You sound like you are well equipped with other tools, and a compressor can be very useful. Come on, you know you want one.
 
I have used Metropolitan (Antirouille in Quebec) for 2 years
There is still rust around the suspension areas.

I had my doors drilled where they spray the dripless anti-rust oil. When I removed my cargo door panel, it was bone dry!!! I know it is supposed be be biodegradable but the interior was dry to the touch after 8 months

I am now planning to ask them to just use the old anti-rust oil (that drips for 3 days) under the RAV and on the fenders but keep the dripless for the doors. I just hate those dust-magnet oil stains (although that's a sign the oil is creeping and doing it's job) at the bottom of the doors.
I'm not familiar with Metropolitan or their products. It looks like Ottawa is their only location outside of Quebec. Your experiences are nothing like my own.

It is not unusual to get rust on the underbody suspension areas, because these areas are constantly exposed to the eroding effects of tire spray. These areas are also a very thick metal so a little rust isn't as critical.

I have only used Oil Tech and Krown to treat my cars. After treatment my cars do drip for 3-4 days. Fortunately there is no permanent damage to the asphalt driveway, and the rain washes the stains wash away in about 2-3 months.
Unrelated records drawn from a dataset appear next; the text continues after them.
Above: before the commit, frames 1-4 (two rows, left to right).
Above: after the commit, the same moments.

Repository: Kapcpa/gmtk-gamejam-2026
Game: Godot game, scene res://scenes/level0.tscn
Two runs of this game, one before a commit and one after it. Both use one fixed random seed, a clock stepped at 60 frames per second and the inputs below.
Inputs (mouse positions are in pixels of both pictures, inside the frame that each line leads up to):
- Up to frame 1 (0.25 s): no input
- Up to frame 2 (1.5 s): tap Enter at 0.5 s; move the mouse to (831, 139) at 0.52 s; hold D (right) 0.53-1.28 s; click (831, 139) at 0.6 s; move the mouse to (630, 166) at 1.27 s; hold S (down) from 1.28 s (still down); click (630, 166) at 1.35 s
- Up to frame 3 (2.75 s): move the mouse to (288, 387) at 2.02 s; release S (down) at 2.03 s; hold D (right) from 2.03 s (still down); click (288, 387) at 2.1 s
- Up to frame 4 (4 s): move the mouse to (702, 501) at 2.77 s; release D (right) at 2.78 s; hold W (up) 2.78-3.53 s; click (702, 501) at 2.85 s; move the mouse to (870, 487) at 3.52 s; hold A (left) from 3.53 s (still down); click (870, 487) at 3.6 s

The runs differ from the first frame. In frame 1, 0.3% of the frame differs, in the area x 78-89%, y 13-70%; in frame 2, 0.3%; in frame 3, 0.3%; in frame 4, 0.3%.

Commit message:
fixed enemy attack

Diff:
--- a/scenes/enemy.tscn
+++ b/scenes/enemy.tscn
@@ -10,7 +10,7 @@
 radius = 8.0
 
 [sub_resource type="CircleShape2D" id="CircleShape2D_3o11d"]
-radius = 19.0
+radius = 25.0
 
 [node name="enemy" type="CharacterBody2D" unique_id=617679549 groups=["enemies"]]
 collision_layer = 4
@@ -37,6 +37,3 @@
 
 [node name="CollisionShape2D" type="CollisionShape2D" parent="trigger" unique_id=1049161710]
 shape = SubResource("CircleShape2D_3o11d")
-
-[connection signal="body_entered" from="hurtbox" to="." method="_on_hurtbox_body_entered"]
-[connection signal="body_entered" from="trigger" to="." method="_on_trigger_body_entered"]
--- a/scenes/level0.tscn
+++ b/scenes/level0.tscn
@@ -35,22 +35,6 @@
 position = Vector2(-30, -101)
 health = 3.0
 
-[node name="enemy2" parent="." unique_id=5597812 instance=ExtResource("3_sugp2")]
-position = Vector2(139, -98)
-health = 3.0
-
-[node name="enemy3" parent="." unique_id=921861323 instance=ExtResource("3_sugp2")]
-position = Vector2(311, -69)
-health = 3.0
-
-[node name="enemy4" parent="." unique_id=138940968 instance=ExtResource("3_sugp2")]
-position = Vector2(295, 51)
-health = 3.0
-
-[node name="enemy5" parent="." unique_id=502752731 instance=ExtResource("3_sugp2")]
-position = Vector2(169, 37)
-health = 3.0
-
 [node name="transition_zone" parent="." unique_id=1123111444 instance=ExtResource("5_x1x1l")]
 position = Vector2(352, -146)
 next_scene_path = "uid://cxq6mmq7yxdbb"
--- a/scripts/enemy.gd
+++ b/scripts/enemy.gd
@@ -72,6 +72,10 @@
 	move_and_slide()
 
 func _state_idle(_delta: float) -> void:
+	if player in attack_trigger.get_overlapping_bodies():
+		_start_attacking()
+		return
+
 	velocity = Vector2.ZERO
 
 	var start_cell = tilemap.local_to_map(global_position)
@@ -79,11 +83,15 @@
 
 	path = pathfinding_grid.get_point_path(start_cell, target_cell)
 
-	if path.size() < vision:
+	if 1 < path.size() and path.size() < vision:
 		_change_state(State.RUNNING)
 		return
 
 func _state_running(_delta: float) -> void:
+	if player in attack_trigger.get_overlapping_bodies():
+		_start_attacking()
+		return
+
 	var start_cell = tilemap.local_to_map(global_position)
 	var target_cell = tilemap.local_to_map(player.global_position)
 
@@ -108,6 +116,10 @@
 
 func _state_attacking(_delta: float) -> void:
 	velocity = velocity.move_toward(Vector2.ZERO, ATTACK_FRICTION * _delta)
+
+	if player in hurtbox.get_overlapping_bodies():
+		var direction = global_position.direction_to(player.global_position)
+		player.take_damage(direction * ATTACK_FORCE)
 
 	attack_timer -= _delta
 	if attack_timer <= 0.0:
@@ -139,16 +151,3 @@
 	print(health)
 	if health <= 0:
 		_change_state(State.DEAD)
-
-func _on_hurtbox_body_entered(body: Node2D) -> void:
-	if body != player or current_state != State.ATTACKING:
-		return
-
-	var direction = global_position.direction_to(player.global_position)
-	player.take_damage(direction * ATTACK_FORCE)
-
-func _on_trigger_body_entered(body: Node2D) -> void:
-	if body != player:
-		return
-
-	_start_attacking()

The secret to a good treatment is in the application method. You can't just poor a quart of oil into each door cavity. The oil needs to be atomized so that a "fog" of oil fills the entire cavity. When done properly you can see the fog leaking from every small opening at the opposite end from where the application wand has been inserted.

As you mentioned, you will also see circular oil stains developing at the bottoms of the doors for almost a year after application. These stains are caused by oil dripping from the drain holes and "creeping" upwards on the outer door skin. That gives you a good idea of what's happening on the inner door skins. I know the whole process sounds messy, but if you wash your vehicle every 2-3 weeks you will never notice the oil seepage. I never wash my vehicles over the winter months, and I never spray the underbody at any time of year, because I don't want to wash away any oil residue.
 
There is no way the Metropolitan dripless formula is getting atomized unless they are a solvent at their tank. What comes out of the can that I purchase from them is thick and gooey.
 
Then when my RAV was rear ended , I was able to have a look at the rear bumper; it looked like the bumper of a 30-year old car
I've noticed my rear bumper fully covered by the red color thin rust. I'll spray.

Rickl said:
You sound like you are well equipped with other tools, and a compressor can be very useful. Come on, you know you want one.
Not really with only tools...
my garage is packed with 3 bicycles, winter tires, garden tools and old books and other garbages.
please.. I don't want to take your bait...;)

One thing I like from recent purchase is the cheap tool chest cabinet.
That was on sale at Walmart Canada for $70 with socket sets.
Some Walmarts still sell that as clearance.